ある日の昼休み ラスト
「それはどうだろうね。プライベートなことだしキミたちに話す必要はないかな。さあ、そろそろお昼休憩も終わりそうだしおひきとり願おう」
「「「「「う、うわ~ん!」」」」」
5人が5人ともガチ泣きしながら自分の教室へ戻っていく。これで諦めてくれたかな。
しかし司彩のやつも危ない橋を渡ったもんだ。さきほどの受け答えも、これまた付き合ってると思われかねない危険な発言である。
「司彩、おつかれ。気になったんだが、さっきの回答だと誰が聞いても付き合ってるって思われちまうぞ。俺もテンパって何も言えなかったし、とっさにでた言葉としては上出来だけど」
「……ボクとしては付き合ってるってことになった方がいいんだけどね」
「なんだって? もっと大きな声で話してくれ」
「いや、たいしたことじゃないよ。そうだね、このままじゃタカトにも迷惑がかかってしまう。もしボクとタカトが付き合ってるなんて噂が流れたらかたっぱしから否定してくよ」
「俺もそうする。しっかし司彩も思い切ったことを言ったもんだ。春休みに話したときは、なるべく教室で俺に話しかける、ってくらいハードル低かったのに、今じゃ休み時間しゃべりっぱなしだし」
「確かに。ボクはなんでさっきあんなこと言っちゃったんだろう。多分、キミが、浮海さんや高村さん、切通さんと予想以上に仲がよかったから、かな」
「ん? それとこれとどう関係があるんだ?」
「まあキミにはわからないだろうね鈍感王子さん」
「あれ俺今サラッとバカにされました?」
「さあね。もうあと数分で授業はじまるし準備しようか。最初の練習問題、今日はタカトから当てられるんじゃないか?」
「そうだった。先に解いておかないとな」
いそいそと教科書・ノートを取り出し、問題を解こうとしたが、どこからかの視線が気になり、教室を見回すことに。

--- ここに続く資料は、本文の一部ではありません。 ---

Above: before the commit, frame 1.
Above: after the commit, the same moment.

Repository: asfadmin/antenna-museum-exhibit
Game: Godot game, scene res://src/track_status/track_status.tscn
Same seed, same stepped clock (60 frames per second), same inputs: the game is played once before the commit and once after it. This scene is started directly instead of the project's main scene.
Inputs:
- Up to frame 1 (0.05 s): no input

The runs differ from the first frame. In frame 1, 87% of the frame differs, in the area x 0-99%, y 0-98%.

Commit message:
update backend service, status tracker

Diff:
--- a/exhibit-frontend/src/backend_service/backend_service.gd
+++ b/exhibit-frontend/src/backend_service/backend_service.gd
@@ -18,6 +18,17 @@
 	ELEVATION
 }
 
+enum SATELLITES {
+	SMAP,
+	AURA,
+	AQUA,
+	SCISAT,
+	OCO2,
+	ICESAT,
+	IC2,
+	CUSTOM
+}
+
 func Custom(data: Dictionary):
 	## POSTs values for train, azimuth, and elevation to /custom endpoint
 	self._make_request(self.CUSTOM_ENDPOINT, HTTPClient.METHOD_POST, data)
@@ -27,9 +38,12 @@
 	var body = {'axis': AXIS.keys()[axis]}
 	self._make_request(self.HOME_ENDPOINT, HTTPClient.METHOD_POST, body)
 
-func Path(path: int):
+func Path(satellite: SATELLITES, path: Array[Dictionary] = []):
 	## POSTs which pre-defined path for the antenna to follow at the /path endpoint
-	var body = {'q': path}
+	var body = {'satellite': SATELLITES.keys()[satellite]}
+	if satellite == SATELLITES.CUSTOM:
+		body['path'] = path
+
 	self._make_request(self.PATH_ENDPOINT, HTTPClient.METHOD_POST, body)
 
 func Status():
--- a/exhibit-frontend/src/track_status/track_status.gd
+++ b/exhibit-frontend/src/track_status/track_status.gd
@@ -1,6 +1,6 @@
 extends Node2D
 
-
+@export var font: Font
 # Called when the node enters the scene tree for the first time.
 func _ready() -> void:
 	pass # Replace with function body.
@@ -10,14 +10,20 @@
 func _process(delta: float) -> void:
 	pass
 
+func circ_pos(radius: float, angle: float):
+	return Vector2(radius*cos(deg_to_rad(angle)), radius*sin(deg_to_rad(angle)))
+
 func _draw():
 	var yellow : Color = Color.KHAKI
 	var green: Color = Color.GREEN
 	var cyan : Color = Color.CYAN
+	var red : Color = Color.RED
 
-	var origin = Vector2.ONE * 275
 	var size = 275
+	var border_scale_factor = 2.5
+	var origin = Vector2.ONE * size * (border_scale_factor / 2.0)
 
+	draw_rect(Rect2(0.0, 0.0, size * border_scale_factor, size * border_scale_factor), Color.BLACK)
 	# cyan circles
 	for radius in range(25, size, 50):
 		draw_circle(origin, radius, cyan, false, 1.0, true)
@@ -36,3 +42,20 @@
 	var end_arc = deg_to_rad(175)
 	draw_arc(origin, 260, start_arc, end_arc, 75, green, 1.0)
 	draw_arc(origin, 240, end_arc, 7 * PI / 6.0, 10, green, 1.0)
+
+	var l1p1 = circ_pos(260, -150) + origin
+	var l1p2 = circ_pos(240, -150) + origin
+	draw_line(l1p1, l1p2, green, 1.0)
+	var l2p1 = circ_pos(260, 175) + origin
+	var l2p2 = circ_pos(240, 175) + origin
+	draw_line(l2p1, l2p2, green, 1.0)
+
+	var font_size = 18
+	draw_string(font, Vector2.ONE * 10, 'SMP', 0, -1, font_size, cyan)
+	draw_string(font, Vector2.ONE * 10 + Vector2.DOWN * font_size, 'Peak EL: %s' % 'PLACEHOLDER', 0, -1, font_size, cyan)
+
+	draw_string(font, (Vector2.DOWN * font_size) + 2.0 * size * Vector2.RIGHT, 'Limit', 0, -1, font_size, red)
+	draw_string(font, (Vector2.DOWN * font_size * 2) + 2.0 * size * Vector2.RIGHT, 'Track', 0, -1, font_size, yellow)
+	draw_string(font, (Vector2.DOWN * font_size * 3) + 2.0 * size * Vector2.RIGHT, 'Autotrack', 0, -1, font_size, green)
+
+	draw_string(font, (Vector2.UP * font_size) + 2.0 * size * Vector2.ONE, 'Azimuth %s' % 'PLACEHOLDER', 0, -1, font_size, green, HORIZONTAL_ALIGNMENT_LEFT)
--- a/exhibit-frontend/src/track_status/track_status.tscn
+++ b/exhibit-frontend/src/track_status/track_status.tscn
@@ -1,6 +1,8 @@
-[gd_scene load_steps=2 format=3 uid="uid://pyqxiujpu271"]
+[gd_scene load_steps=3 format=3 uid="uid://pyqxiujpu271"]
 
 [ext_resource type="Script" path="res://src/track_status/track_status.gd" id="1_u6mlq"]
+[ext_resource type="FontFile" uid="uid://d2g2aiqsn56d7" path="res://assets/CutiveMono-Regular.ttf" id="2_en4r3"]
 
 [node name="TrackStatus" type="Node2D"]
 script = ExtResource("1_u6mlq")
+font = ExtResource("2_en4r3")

するとカナが今にも泣きそうな顔で震えており、蛍は思いつめたように真剣な表情をし、まごめにいたってはもう授業がはじまるというのに姿が見えなかった。
しまった。まだ誤解を解いていない。問題より先にまずはこっちを解かなければ。
説明しようと席を立ちかけたとき、無情にもチャイムがなり、先生が教室に入ってくる。こうなったら5時間目が終わってから詳しく説明するしかない。
よろよろと席についたカナや、心ここにあらずな蛍をこづいて小声で、さっきのは芝居で俺と司彩は付き合ってなんかいないと言ったが、2人ともまったく耳には入っていないようだった。
授業がはじまって10分くらいしたところで、げっそりとしたまごめが教室に戻ってきた。
俺の方をチラリと見たかと思えばすぐに目をそらし、意気消沈といった様子で机につっぷす。
各々の予想以上の反応に、動揺する。なんだってお前らはそんなに取り乱しているんだ。
授業に集中しきれないせいか、時間の流れがいつもよりゆるやかなような気がする。
やっと授業が終わり、さあ誤解を解こうというところで右、左、前から一斉に、
「「「本当に司彩と付き合ってるの!?」」」
と問いつめられた。よかった、授業時間のおかげで正気に戻れたようだった。
「そんなわけないだろ。3人とも俺の性格知ってるだろ? ないない」
それを聞き、ガクッと力が抜けイスにへなへなと崩れ落ちるお三方。
「幼なじみ属性大嫌い、2次元大好きみーくんに限ってそれはないよね。冷静に考えればわかるんだけど、つーちゃんがあまりにも自然に言うものだからつい動揺しちゃった」
胸をなでおろしているカナ。
「だよね、にいちゃんが女の子と付き合うなんてそんなハイレベルなことできるはずないもんね」
さらっとバカにしつつうんうんうなずいているまごめ。
「わ、私は最初本当に付き合ってるかと思った。2人とも休み時間いつも一緒にいるし、趣味も合うみたいだし。授業中ずっと考えて、やっぱりそれはミナトの性格的にないかなと思った」
手をわちゃわちゃ動かしながら俺と司彩を交互に見ている蛍。
純粋か。蛍が将来悪い人間にだまされないか心配だ。
昔から俺がどんな人間か知っている3人だからこそ、あっさり誤解が解けた。嬉しいような悲しいような。
司彩の爆弾発言のときのカナ、まごめ、蛍がそれぞれ見せた表情が妙に脳裏に残っている俺であった。
この一件以来、注意深く観察し彼女たちの微妙な変化に気づいていれば、あとからこんなにも悩むことはなかったのだろうか、と今になって思う。